Любовь входит во внутренний мир Базарова как сила чуждая, враждебная, угрожающая разрушением его душевного строя. И в любви Базаров остается самим собой: он чувствует в Одинцовой силу, им движет искушение борьбы и потребности победы. Невозможность ответного чувства рождает ощущение поражения и своего бессилия. Базаров впервые воспринимает живую неповторимость другого человека как нечто ценное. Эта не совсем ясная устремленность героя за пределы собственного “я” делает его более уязвимым, но вместе с тем и более человечным.
Трагическое столкновение революционности и человечности приводит к тому, что Базаров, пережив любовь, страдание и своеобразную “мировую скорбь”, уже не может быть цельным и последовательным разрушителем, но основать свою жизнь на альтруистических началах он не может тоже, так как слишком силен, зол, свободен. Базаров бунтует против законов объективной необходимости, которую невозможно изменить или обойти. Он не способен принять окружающий мир, каков он есть, хотя ясно, что мир этот другим быть не может. Базаров упорно не желает простить самому себе проявление человечности, хотя очевидна естественность его чувств. Он не способен отбросить терзающее его противоречие. Это высокое упорство идеалиста, не желающего удовлетвориться каким бы то ни было ограниченным решением.
Смерть явилась своеобразным трагическим разрешением, снимающим главное противоречие жизни Базарова. Умирая, герой снова целен, но не так, как в начале романа. Базаров умирает героически. Его цель в том, чтобы умереть таким, каким он жил, ни в чем не изменившись под давлением смерти и, значит, ни в чем ей не уступив. И в это последнее дело своей жизни Базаров не вкладывает никакого возвышенного смысла: это тоже значит – не измениться, остаться самим собой. Умирая, он может быть нежным, поэтичным, может попросить Одинцову о поцелуе. Теперь революционность не мешает человечности. Человечность теперь не слабость, а торжество. Таким образом, перед лицом смерти разрушаются все потенциальные возможности, подавленные или скрытые в его личности: Базаров впервые действительно становится самим собой – во всем и до конца.

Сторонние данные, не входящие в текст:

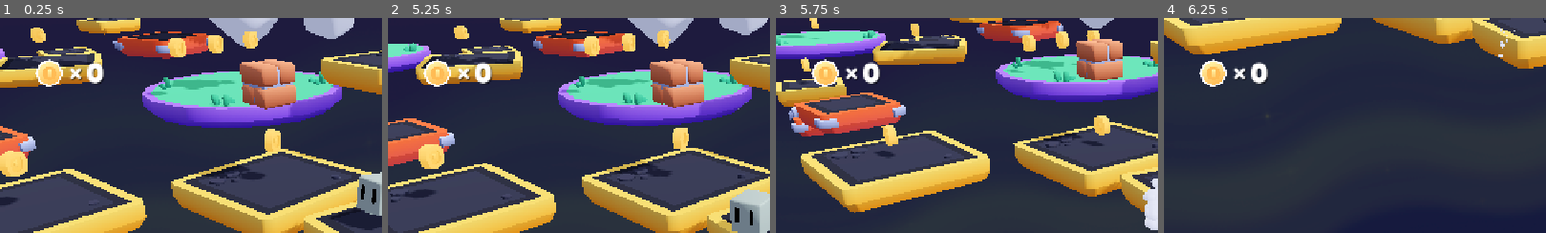
Above: before the commit, frames 1-4 (left to right).
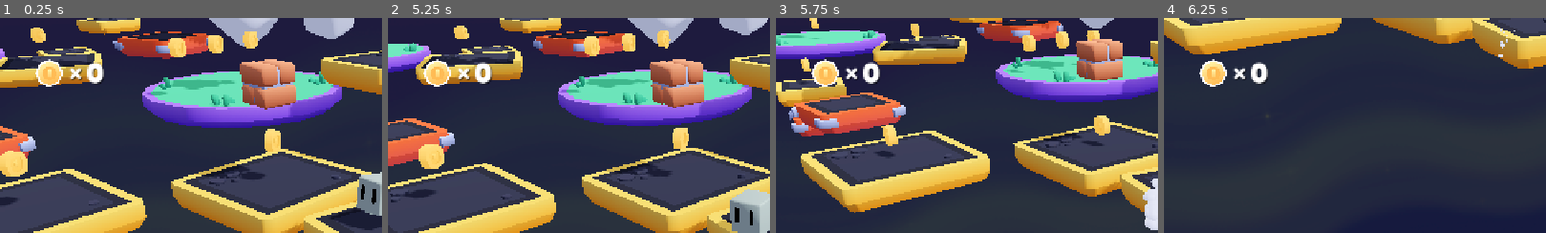
Above: after the commit, the same moments.

Repository: 653380320-4/GameProject
Game: Godot game, scene res://scenes/main.tscn
Same seed, same stepped clock (60 frames per second), same inputs: the game is played once before the commit and once after it.
Inputs:
- Up to frame 1 (0.25 s): no input
- Up to frame 2 (5.25 s): hold D (move_right) 0.53-1.28 s; tap Down (camera_down) at 0.6, 3.6 s; tap Space (jump) at 0.77, 1.52, 3.02, 3.77, 4.52 s; hold S (move_back) 1.28-2.03 s; tap Left (camera_left) at 1.35, 4.35 s; hold D (move_right) 2.03-2.78 s; tap Right (camera_right) at 2.1, 5.1 s; hold W (move_forward) 2.78-3.53 s; tap Up (camera_up) at 2.85 s; hold A (move_left) 3.53-5.03 s; hold S (move_back) from 5.03 s (still down)
- Up to frame 3 (5.75 s): keep holding S (move_back)
- Up to frame 4 (6.25 s): release S (move_back) at 5.78 s; hold D (move_right) from 5.78 s (still down); tap Up (camera_up) at 5.85 s; tap Space (jump) at 6.02 s
The pictures show only the part of the screen within x 0-50%, y 0-50%; the shares and areas given below are measured in that part.

Frames 1-2 are identical in both runs. In frame 3, 0.4% of the frame differs, in the area x 0-9%, y 32-47%; in frame 4, nothing differs.

Commit message:
Reupload

Diff:
--- a/starter-kit-3d-platformer/project.godot
+++ b/starter-kit-3d-platformer/project.godot
@@ -113,4 +113,5 @@
 
 [rendering]
 
+renderer/rendering_method="mobile"
 anti_aliasing/quality/screen_space_aa=1
--- a/starter-kit-3d-platformer/scenes/main.tscn
+++ b/starter-kit-3d-platformer/scenes/main.tscn
@@ -222,22 +222,22 @@
 transform = Transform3D(1.56209, -1.37982, 1.71508, 1.97375, 1.80907, -0.342241, -0.974547, 1.4522, 2.05595, -14.152035, 2.0381904, 10.065234)
 
 [node name="platform-falling5" parent="World" instance=ExtResource("9_2fnpo")]
-transform = Transform3D(1, 0, 0, 0, 1, 0, 0, 0, 1, -7.9996405, 6.847972, 3.0558956)
+transform = Transform3D(1, 0, 0, 0, 1, 0, 0, 0, 1, -7.9996405, 5.950008, 3.0558956)
 
 [node name="platform-falling6" parent="World" instance=ExtResource("9_2fnpo")]
-transform = Transform3D(1, 0, 0, 0, 1, 0, 0, 0, 1, -7.350025, 6.4401207, 7.2704544)
+transform = Transform3D(1, 0, 0, 0, 1, 0, 0, 0, 1, -7.350025, 6.4401207, 7.5769873)
 
 [node name="platform-falling8" parent="World" instance=ExtResource("9_2fnpo")]
-transform = Transform3D(1, 0, 0, 0, 1, 0, 0, 0, 1, -7.300918, 6.505297, 12.04128)
+transform = Transform3D(1, 0, 0, 0, 1, 0, 0, 0, 1, -7.300918, 6.505297, 12.2020855)
 
 [node name="platform-falling9" parent="World" instance=ExtResource("9_2fnpo")]
-transform = Transform3D(1, 0, 0, 0, 1, 0, 0, 0, 1, -7.2798996, 6.585542, 9.983089)
+transform = Transform3D(1, 0, 0, 0, 1, 0, 0, 0, 1, -7.2798996, 7.2362437, 9.816464)
 
 [node name="platform-falling7" parent="World" instance=ExtResource("9_2fnpo")]
-transform = Transform3D(1, 0, 0, 0, 1, 0, 0, 0, 1, -7.329006, 6.5203657, 5.212264)
+transform = Transform3D(1, 0, 0, 0, 1, 0, 0, 0, 1, -7.329006, 6.8057055, 5.212264)
 
 [node name="platform-falling4" parent="World" instance=ExtResource("9_2fnpo")]
-transform = Transform3D(1, 0, 0, 0, 1, 0, 0, 0, 1, -7.9786215, 6.928217, 0.9977056)
+transform = Transform3D(1, 0, 0, 0, 1, 0, 0, 0, 1, -7.9786215, 6.928217, 0.8880925)
 
 [node name="brick" parent="World" instance=ExtResource("12_jkv2x")]
 transform = Transform3D(1, 0, 0, 0, 1, 0, 0, 0, 1, -3.119135, 1.9857206, -0.08861771)
Not shown, changed: starter-kit-3d-platformer/docs/index.apple-touch-icon.png.import
Not shown, changed: starter-kit-3d-platformer/docs/index.icon.png.import
Not shown, changed: starter-kit-3d-platformer/docs/index.png.import
Not shown, changed: starter-kit-3d-platformer/docs/index.html
Not shown, changed: starter-kit-3d-platformer/docs/index.js
Not shown, changed: starter-kit-3d-platformer/docs/index.pck
Not shown, changed: starter-kit-3d-platformer/docs/index.wasm

По-видимому, в образе Базарова И. С. Тургенев попытался воплотить какую-то глубинную тенденцию русского сознания и русского общественного развития. Базаров выходит за пределы всех известных тогда форм революционности.
Базаров отрицает гармонию. А мировая гармония не может существовать без Базарова, без людей, восстающих против самого принципа гармонии, не принимающих тех условий, на которых осуществляется “вечное примирение и жизнь бесконечная”. Таким образом, значение Базарова может раскрыться лишь в масштабе вечности, оно таинственно и грандиозно. Так, на уровне предельных обобщений, осуществляется тот решающий закон трагедии, по которому страдание и гибель героя утверждают его достоинство и величие.